I'm a research software engineer (RSE) at the University of Birmingham, where I support the development of research software following good software practice, by implementing it in collaboration with the researchers it serves. I also spend about one-third of my time contributing to the management of the Research Software Group, including line managing five other RSEs. As an RSE, my work varies in organisational and technical detail and involves continuously dabbling in new or unfamiliar tools and technologies.
Before I joined the Research Software Group in Birmingham, I was a researcher in asteroseismology: the study of the vibrations in distant stars. In particular, I tried to make one-dimensional stellar models better match observed mode frequencies, be that by better correcting known systematic effects, incorporating predictions from more complicated (but expensive) simulations or more effectively fitting the models to the data.
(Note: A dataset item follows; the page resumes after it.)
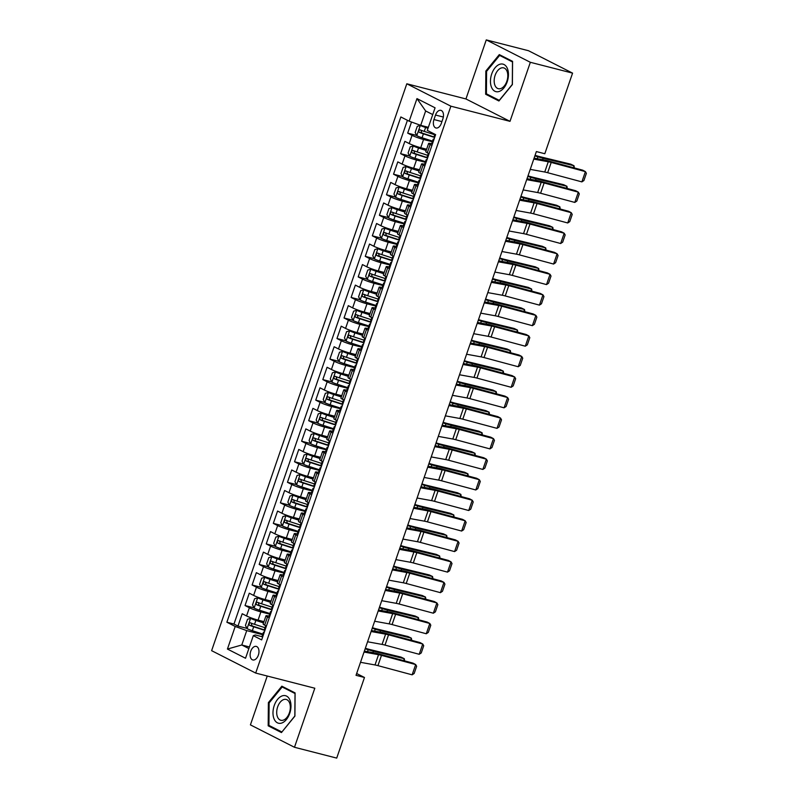 <?xml version="1.0" encoding="UTF-8"?>
<svg xmlns="http://www.w3.org/2000/svg" width="798" height="798" viewBox="0 0 798 798"><rect width="100%" height="100%" fill="white"/><g stroke="black" fill="none" stroke-linecap="round" stroke-linejoin="round"><path stroke-width="1.2" d="M258.362 655.118A6.992 4.209 -75.6 0 0 256.288 646.41A6.992 4.209 -75.6 0 0 250.742 651.248A6.992 4.209 -75.6 0 0 252.816 659.956A6.992 4.209 -75.6 0 0 258.362 655.118M267.24 676.026L250.412 724.873L294.482 747.277L336.716 758.1L364.477 677.482L356.646 673.512M406.81 83.79L211.62 650.669L255.689 673.063L450.88 106.184L406.81 83.79L465.942 98.952L510.002 121.346L530.341 62.294L486.271 39.9L465.942 98.952M486.271 39.9L528.505 50.723L572.575 73.127L530.341 62.294M411.509 122.034L407.688 133.126L416.696 135.441M426.641 149.226L420.726 147.71A8.738 0.928 -161 0 1 409.204 143.56L404.865 141.346L400.616 153.665L409.623 155.979M419.568 169.765L413.653 168.248A8.738 0.928 19 0 1 402.132 164.099L397.793 161.884L393.544 174.213L402.551 176.518M412.496 190.303L406.581 188.787A8.738 0.928 19 0 1 395.06 184.637L390.721 182.423L386.471 194.752L395.479 197.056M405.424 210.842L399.519 209.325A8.738 0.928 19 0 1 387.988 205.176L383.648 202.961L379.399 215.29L388.407 217.595M398.352 231.38L392.446 229.864A8.738 0.928 19 0 1 380.915 225.714L376.576 223.5L372.327 235.829L381.334 238.133M391.279 251.919L385.374 250.402A8.738 0.928 19 0 1 373.853 246.253L369.504 244.038L365.255 256.367L374.262 258.672M384.207 272.457L378.302 270.941A8.738 0.928 19 0 1 366.781 266.791L362.432 264.577L358.182 276.906L367.19 279.21M377.135 292.996L371.23 291.479A8.738 0.928 19 0 1 359.708 287.33L355.359 285.115L351.11 297.445L360.117 299.749M370.063 313.534L364.157 312.018A8.738 0.928 19 0 1 352.636 307.868L348.287 305.654L344.038 317.983L353.045 320.287M362.99 334.073L357.085 332.557A8.738 0.928 19 0 1 345.564 328.407L341.215 326.192L336.965 338.522L345.973 340.826M355.918 354.611L350.013 353.095A8.738 0.928 19 0 1 338.492 348.945L334.143 346.741L329.893 359.06L338.901 361.364M348.846 375.15L342.941 373.634A8.738 0.928 19 0 1 331.419 369.484L327.07 367.279L322.821 379.599L331.828 381.903M341.773 395.688L335.868 394.182A8.738 0.928 19 0 1 324.347 390.023L319.998 387.818L315.749 400.137L324.756 402.451M334.701 416.227L328.796 414.721A8.738 0.928 19 0 1 317.275 410.561L312.926 408.357L308.676 420.676L317.684 422.99M327.629 436.775L321.724 435.259A8.738 0.928 19 0 1 310.203 431.1L305.853 428.895L301.604 441.214L310.612 443.528M320.557 457.314L314.651 455.798A8.738 0.928 19 0 1 303.13 451.638L298.781 449.434L294.532 461.753L303.539 464.067M313.484 477.852L307.579 476.336A8.738 0.928 19 0 1 296.058 472.177L291.709 469.972L287.46 482.291L296.467 484.605M306.412 498.391L300.507 496.875A8.738 0.928 19 0 1 288.986 492.715L284.637 490.511L280.387 502.83L289.395 505.144M299.34 518.929L293.435 517.413A8.738 0.928 19 0 1 281.913 513.254L277.564 511.049L273.315 523.368L282.322 525.683M292.268 539.468L286.362 537.952A8.738 0.928 19 0 1 274.841 533.792L270.492 531.588L266.253 543.907L275.25 546.221M285.195 560.006L279.29 558.49A8.738 0.928 19 0 1 267.769 554.341L263.42 552.126L259.18 564.445L268.178 566.76M278.123 580.545L272.218 579.029A8.738 0.928 19 0 1 260.697 574.879L256.348 572.665L252.108 584.994L261.106 587.298M271.051 601.084L265.145 599.567A8.738 0.928 19 0 1 253.624 595.418L249.275 593.203L245.036 605.532L254.033 607.837M269.245 617.832L267.48 616.934A8.738 0.928 -161 0 1 265.973 615.827A8.738 0.928 -161 0 1 269.475 616.246L269.764 616.325M276.317 597.293L274.552 596.395A8.738 0.928 -161 0 1 273.046 595.288A8.738 0.928 -161 0 1 276.547 595.707L276.836 595.787M283.39 576.755L281.624 575.857A8.738 0.928 -161 0 1 280.118 574.75A8.738 0.928 -161 0 1 283.619 575.168L283.908 575.248M290.462 556.216L288.696 555.318A8.738 0.928 -161 0 1 287.19 554.211A8.738 0.928 -161 0 1 290.691 554.63L290.981 554.71M297.534 535.677L295.769 534.78A8.738 0.928 -161 0 1 294.262 533.672A8.738 0.928 -161 0 1 297.764 534.091L298.053 534.171M304.607 515.139L302.841 514.241A8.738 0.928 -161 0 1 301.335 513.134A8.738 0.928 -161 0 1 304.836 513.553L305.125 513.633M311.679 494.6L309.913 493.703A8.738 0.928 -161 0 1 308.407 492.595A8.738 0.928 -161 0 1 311.908 493.014L312.198 493.094M318.751 474.062L316.986 473.164A8.738 0.928 -161 0 1 315.479 472.057A8.738 0.928 -161 0 1 318.981 472.476L319.27 472.556M325.823 453.523L324.058 452.626A8.738 0.928 -161 0 1 322.552 451.508A8.738 0.928 -161 0 1 326.053 451.937L326.342 452.007M332.896 432.985L331.13 432.087A8.738 0.928 -161 0 1 329.624 430.97A8.738 0.928 -161 0 1 333.125 431.399L333.414 431.469M339.968 412.446L338.202 411.549A8.738 0.928 -161 0 1 336.696 410.431A8.738 0.928 -161 0 1 340.197 410.86L340.487 410.93M347.04 391.908L345.275 391.01A8.738 0.928 -161 0 1 343.768 389.893A8.738 0.928 -161 0 1 347.27 390.322L347.559 390.392M354.113 371.369L352.347 370.471A8.738 0.928 -161 0 1 350.841 369.354A8.738 0.928 -161 0 1 354.342 369.783L354.631 369.853M361.185 350.831L359.419 349.933A8.738 0.928 -161 0 1 357.913 348.816A8.738 0.928 -161 0 1 361.414 349.245L361.703 349.315M368.257 330.292L366.491 329.394A8.738 0.928 -161 0 1 364.985 328.277A8.738 0.928 -161 0 1 368.486 328.706L368.776 328.776M375.329 309.754L373.564 308.856A8.738 0.928 -161 0 1 372.058 307.739A8.738 0.928 -161 0 1 375.559 308.168L375.848 308.237M382.402 289.215L380.636 288.317A8.738 0.928 -161 0 1 379.13 287.2A8.738 0.928 -161 0 1 382.631 287.629L382.92 287.699M389.474 268.677L387.708 267.779A8.738 0.928 -161 0 1 386.202 266.662A8.738 0.928 -161 0 1 389.703 267.091L389.993 267.16M396.546 248.128L394.781 247.24A8.738 0.928 -161 0 1 393.274 246.123A8.738 0.928 -161 0 1 396.776 246.542L397.065 246.622M403.618 227.59L401.853 226.692A8.738 0.928 -161 0 1 400.347 225.585A8.738 0.928 -161 0 1 403.848 226.004L404.137 226.083M410.691 207.051L408.925 206.153A8.738 0.928 -161 0 1 407.419 205.046A8.738 0.928 -161 0 1 410.92 205.465L411.209 205.545M417.763 186.513L415.997 185.615A8.738 0.928 -161 0 1 414.491 184.508A8.738 0.928 -161 0 1 417.992 184.927L418.282 185.006M424.835 165.974L423.07 165.076A8.738 0.928 -161 0 1 421.563 163.969A8.738 0.928 -161 0 1 425.065 164.388L425.354 164.468M572.575 73.127L544.815 153.735L536.366 151.57L356.028 675.317L364.477 677.482M435.518 115.032L433.962 119.55A6.773 4.08 -75.6 0 0 435.967 127.989A6.773 4.08 -75.6 0 0 441.344 123.301L442.9 118.782A6.773 4.08 -75.6 0 0 440.895 110.353A6.773 4.08 -75.6 0 0 435.518 115.032L443.349 117.037M262.692 636.864L255.31 634.969L253.315 635.657L261.654 639.896L435.628 134.633L427.289 130.403L435.07 107.81L416.965 98.603L409.184 121.196L400.845 116.957L226.871 622.221L235.211 626.46L246.732 630.61L241.784 644.984L248.866 648.584M253.315 635.657L245.535 658.25L227.43 649.053L235.211 626.46M269.684 614.141L260.896 611.886A8.738 0.928 -161 0 1 249.375 607.737L245.036 605.532M263.978 621.622L258.073 620.106L260.896 611.886M276.756 593.602L267.968 591.348A8.738 0.928 -161 0 1 256.447 587.198L252.108 584.994M283.829 573.064L275.041 570.809A8.738 0.928 -161 0 1 263.52 566.66L259.18 564.445M290.901 552.525L282.113 550.271A8.738 0.928 -161 0 1 270.592 546.121L266.253 543.907M297.973 531.987L289.185 529.732A8.738 0.928 -161 0 1 277.664 525.583L273.315 523.368M305.045 511.448L296.257 509.194A8.738 0.928 -161 0 1 284.736 505.044L280.387 502.83M312.118 490.91L303.33 488.655A8.738 0.928 -161 0 1 291.809 484.506L287.46 482.291M319.19 470.371L310.402 468.117A8.738 0.928 -161 0 1 298.881 463.967L294.532 461.753M326.262 449.833L317.474 447.578A8.738 0.928 -161 0 1 305.953 443.429L301.604 441.214M333.325 429.294L324.547 427.04A8.738 0.928 -161 0 1 313.025 422.89L308.676 420.676M340.397 408.756L331.619 406.501A8.738 0.928 -161 0 1 320.098 402.352L315.749 400.137M347.469 388.217L338.691 385.963A8.738 0.928 -161 0 1 327.17 381.813L322.821 379.599M354.541 367.679L345.763 365.424A8.738 0.928 -161 0 1 334.242 361.265L329.893 359.06M361.614 347.13L352.836 344.886A8.738 0.928 -161 0 1 341.315 340.726L336.965 338.522M368.686 326.591L359.908 324.347A8.738 0.928 -161 0 1 348.387 320.188L344.038 317.983M375.758 306.053L366.98 303.809A8.738 0.928 -161 0 1 355.459 299.649L351.11 297.445M382.831 285.514L374.053 283.27A8.738 0.928 -161 0 1 362.531 279.11L358.182 276.906M389.903 264.976L381.125 262.732A8.738 0.928 -161 0 1 369.604 258.572L365.255 256.367M396.975 244.437L388.197 242.193A8.738 0.928 -161 0 1 376.676 238.033L372.327 235.829M404.047 223.899L395.269 221.654A8.738 0.928 -161 0 1 383.748 217.495L379.399 215.29M411.12 203.36L402.342 201.106A8.738 0.928 -161 0 1 390.821 196.956L386.471 194.752M418.192 182.822L409.414 180.567A8.738 0.928 -161 0 1 397.893 176.418L393.544 174.213M425.264 162.283L416.486 160.029A8.738 0.928 -161 0 1 404.965 155.879L400.616 153.665M431.908 145.436L430.142 144.538A8.738 0.928 -161 0 1 428.636 143.431A8.738 0.928 -161 0 1 432.137 143.849L432.426 143.929M432.336 141.745L423.558 139.49A8.738 0.928 -161 0 1 412.037 135.341L407.688 133.126M407.419 120.299L233.974 624.036L237.964 626.071L246.961 628.375M258.073 620.106A8.738 0.928 19 0 1 246.552 615.956L242.203 613.742L237.964 626.071M429.075 153.655L427.309 152.757A8.738 0.928 -161 0 1 425.803 151.64L428.636 143.431M421.563 163.969L418.731 172.178A8.738 0.928 19 0 0 420.237 173.296L422.002 174.193M414.491 184.508L411.658 192.717A8.738 0.928 19 0 0 413.165 193.834L414.93 194.732M407.419 205.046L404.586 213.266A8.738 0.928 19 0 0 406.092 214.373L407.858 215.27M400.347 225.585L397.514 233.804A8.738 0.928 19 0 0 399.02 234.911L400.786 235.809M393.274 246.123L390.441 254.343A8.738 0.928 19 0 0 391.948 255.45L393.713 256.348M386.202 266.662L383.369 274.881A8.738 0.928 19 0 0 384.875 275.988L386.641 276.886M379.13 287.2L376.297 295.42A8.738 0.928 19 0 0 377.803 296.527L379.569 297.425M372.058 307.739L369.225 315.958A8.738 0.928 19 0 0 370.731 317.065L372.496 317.963M364.985 328.277L362.152 336.497A8.738 0.928 19 0 0 363.659 337.604L365.424 338.502M357.913 348.816L355.08 357.035A8.738 0.928 19 0 0 356.586 358.142L358.352 359.04M350.841 369.354L348.008 377.574A8.738 0.928 19 0 0 349.514 378.681L351.28 379.579M343.768 389.893L340.946 398.112A8.738 0.928 19 0 0 342.442 399.229L344.207 400.117M336.696 410.431L333.873 418.651A8.738 0.928 19 0 0 335.369 419.768L337.135 420.656M329.624 430.97L326.801 439.189A8.738 0.928 19 0 0 328.297 440.306L330.063 441.204M322.552 451.508L319.729 459.728A8.738 0.928 19 0 0 321.225 460.845L322.991 461.743M315.479 472.057L312.656 480.266A8.738 0.928 19 0 0 314.153 481.384L315.918 482.281M308.407 492.595L305.584 500.805A8.738 0.928 19 0 0 307.08 501.922L308.846 502.82M301.335 513.134L298.512 521.343A8.738 0.928 19 0 0 300.008 522.461L301.774 523.358M294.262 533.672L291.44 541.882A8.738 0.928 19 0 0 292.936 542.999L294.701 543.897M287.19 554.211L284.367 562.42A8.738 0.928 19 0 0 285.864 563.538L287.629 564.435M280.118 574.75L277.295 582.959A8.738 0.928 19 0 0 278.791 584.076L280.557 584.974M273.046 595.288L270.223 603.497A8.738 0.928 19 0 0 271.719 604.615L273.485 605.512M265.973 615.827L263.15 624.046A8.738 0.928 19 0 0 264.657 625.153L266.412 626.051M432.735 114.573L425.653 110.972L420.706 125.356L409.184 121.196M428.346 127.311L420.706 125.356M294.482 747.277L314.811 688.225L255.689 673.063M510.002 121.346L450.88 106.184M249.425 646.949L241.784 644.984L227.43 649.053M262.612 634.679L246.732 630.61M233.974 624.036L226.871 622.221M425.653 110.972L416.965 98.603M485.842 71.052L485.653 94.244L498.92 100.987L512.386 84.548L512.575 61.346L499.299 54.603L485.842 71.052L486.66 71.261M281.455 732.564L294.911 716.115L295.1 692.923L281.834 686.18L268.377 702.629L268.188 725.821L281.455 732.564M488.865 95.072L485.653 94.244M271.4 726.649L268.188 725.821M269.195 702.839L268.377 702.629M533.772 159.111L548.276 161.755A10.923 1.157 -161 0 1 551.209 162.433L585.403 171.62L582.74 170.183L548.545 161.006A16.389 1.736 19 0 0 544.146 159.979L534.101 158.144M432.506 143.68A5.785 0.618 -161 0 1 431.868 143.131L433.204 139.221A5.785 0.618 19 0 0 433.464 139.53L434.022 139.291M530.241 169.376L544.745 172.019A10.923 1.157 -161 0 1 547.667 172.707L581.872 181.884L585.403 171.62L586.38 173.346L583.907 180.538L581.872 181.884M434.062 139.191L433.853 139.161A5.785 0.618 19 0 0 433.204 139.221M434.531 137.805L434.312 137.066A5.785 0.618 -161 0 1 434.052 136.757L434.91 134.273M428.117 127.979L420.376 125.456L417.284 126.293L415.169 132.458L416.845 135.72A5.785 0.618 19 0 0 422.072 137.755L432.546 141.136M420.376 125.456A5.785 0.618 19 0 0 425.603 127.49L428.017 128.269M573.363 167.67L574.021 165.755L543.139 158.253A16.389 1.736 -161 0 1 537.922 156.817L534.879 155.889M574.37 167.939L574.021 165.755L570.74 164.169L539.857 156.667A10.923 1.157 19 0 1 536.386 155.71L535.079 155.311M434.74 134.772L424.257 131.391A5.785 0.618 -161 0 1 420.137 129.865C418.661 130.144 418.381 130.972 419.289 132.328A5.785 0.618 19 0 0 423.409 133.855L434.491 137.426M434.262 137.027L421.723 132.957L421.154 130.942M507.189 81.825A14.204 8.549 -75.6 0 0 504.047 64.538A14.204 8.549 -75.6 0 0 491.708 73.955A14.204 8.549 -75.6 0 0 494.85 91.231A14.204 8.549 -75.6 0 0 507.189 81.825M506.85 81.256A10.753 6.474 -75.6 0 0 503.658 67.87A10.753 6.474 -75.6 0 0 495.129 75.301A10.753 6.474 -75.6 0 0 498.321 88.698A10.753 6.474 -75.6 0 0 506.85 81.256M486.411 93.825L486.59 71.351L499.638 55.411L512.496 61.945L512.306 84.418L499.269 100.358L486.411 93.825M502.171 56.06L499.638 55.411M289.834 699.866A14.204 8.549 -75.6 0 0 277.574 699.377A14.204 8.549 -75.6 0 0 274.133 719.058A14.204 8.549 -75.6 0 0 286.382 719.547A14.204 8.549 -75.6 0 0 289.834 699.866M289.465 702.589A10.753 6.474 -75.6 0 0 286.193 699.437A10.753 6.474 -75.6 0 0 278.442 704.973A10.753 6.474 -75.6 0 0 277.574 717.123A10.753 6.474 -75.6 0 0 280.846 720.265A10.753 6.474 -75.6 0 0 288.597 714.739A10.753 6.474 -75.6 0 0 289.465 702.589M281.794 731.936L268.936 725.392L269.126 702.928L282.163 686.988L295.021 693.522L294.841 715.996L281.943 731.966M284.696 687.637L282.163 686.988M428.975 153.944A5.785 0.618 -161 0 1 428.327 153.396A5.785 0.618 -161 0 1 428.436 153.326M526.7 179.65L541.204 182.293A10.923 1.157 -161 0 1 544.136 182.971L578.331 192.158L575.667 190.722L541.473 181.545A16.389 1.736 19 0 0 537.074 180.518L527.029 178.682M425.434 164.218A5.785 0.618 -161 0 1 424.795 163.67L426.132 159.77A5.785 0.618 19 0 0 426.391 160.069L426.95 159.829M523.169 189.914L537.672 192.557A10.923 1.157 -161 0 1 540.595 193.246L574.799 202.423L578.331 192.158L579.308 193.884L576.834 201.076L574.799 202.423M426.99 159.73L426.78 159.7A5.785 0.618 19 0 0 426.132 159.77M427.459 158.343L427.239 157.605A5.785 0.618 -161 0 1 426.98 157.296L428.327 153.396M421.903 174.493A5.785 0.618 -161 0 1 421.254 173.934A5.785 0.618 -161 0 1 421.364 173.864M519.628 200.188L534.131 202.832A10.923 1.157 -161 0 1 537.064 203.51L571.258 212.697L568.595 211.271L534.401 202.084A16.389 1.736 19 0 0 530.002 201.056L519.957 199.221M418.361 184.757A5.785 0.618 -161 0 1 417.723 184.208L419.06 180.308A5.785 0.618 19 0 0 419.319 180.607L419.878 180.368M516.097 210.453L530.6 213.096A10.923 1.157 -161 0 1 533.523 213.784L567.727 222.971L571.258 212.697L572.236 214.423L569.762 221.615L567.727 222.971M419.918 180.268L419.708 180.238A5.785 0.618 19 0 0 419.06 180.308M420.386 178.882L420.167 178.144A5.785 0.618 -161 0 1 419.908 177.834L421.254 173.934M414.83 195.031A5.785 0.618 -161 0 1 414.182 194.473A5.785 0.618 -161 0 1 414.292 194.403M512.555 220.727L527.059 223.37A10.923 1.157 -161 0 1 529.992 224.048L564.186 233.235L561.523 231.809L527.328 222.622A16.389 1.736 19 0 0 522.929 221.595L512.885 219.769M411.289 205.295A5.785 0.618 -161 0 1 410.651 204.747L411.987 200.847A5.785 0.618 19 0 0 412.247 201.146L412.805 200.906M509.024 230.991L523.528 233.634A10.923 1.157 -161 0 1 526.451 234.323L560.655 243.51L564.186 233.235L565.164 234.961L562.69 242.153L560.655 243.51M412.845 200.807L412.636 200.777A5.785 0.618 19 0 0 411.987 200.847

You can read more about asteroseismology generally in the review I wrote for Astronomy & Geophysics, magazine of the Royal Astronomical Society in 2023.
I've been a developer of the Modules for Experiments in Stellar Astrophysics (MESA), a widely used one-dimensional stellar evolution program since 2017. As of early 2023, I'm also a subject editor for the Journal of Open Source Software and a Carpentries instructor.
Contact
- W.H.Ball '@' bham.ac.uk
CV
| 2023 — | Senior Research Software Engineer, University of Birmingham, Advanced Research Computing |
| 2017 — 2022 | Postdoc, University of Birmingham, School of Physics and Astronomy Group: Solar and Stellar Physics |
| 2012 — 2016 | Postdoc, Institut für Astrophysik Göttingen Group: Physics of the interior of the Sun and Sun-like stars |
| 2008 — 2012 | PhD in Astronomy, University of Cambridge
Thesis: Quasi-stars and the Schönberg—Chandrasekhar limit |
| 2007 — 2008 | MSc in Astrophysics, University College London |
| 2003 — 2006 | BSc (Hons) in Theoretical Physics, University of Cape Town |
Publications
Code
I lead and contribute to various open source projects. Here are some highlights. You can find more of my projects and contributions on GitLab or GitHub.
As lead
- tomso
- is a set of Python modules for reading (and sometimes writing) input and output from a number of stellar evolution and oscillation codes.
- AADG3
- simulates light curves of solar-like oscillators.
- mistery
- is a Python module for retrieving data from the MESA Isochrones and Stellar Tracks (MIST) database of stellar models.
- AIMS3
- is a (partial) re-implementation of AIMS, which interpolates in a grid of stellar model data (including mode frequencies) to determine stars' properties.
- allium
- is a Python module that computes eigenfunctions and eigenfrequencies for spheres assuming the sound speed is a piecewise constant function.
As contributor
- MESA
- is a widely-used stellar evolution
codesoftware instrument. I was invited to join the development team in 2017. Most of my contributions are to the asteroseismology module. - GYRE
- is a widely-used stellar oscillation code.
Side projects
I have a few experimental projects that I chip away at when I find time.
- An Atlas of TESS Light Curves
- shows example TESS light curves of many classes of variable stars.
- A Tufte-like Book with Quarto
- is an experiment in using Quarto to create a Tufte-like open education resource that renders both as a webpage with animated and interactive elements and as a static PDF.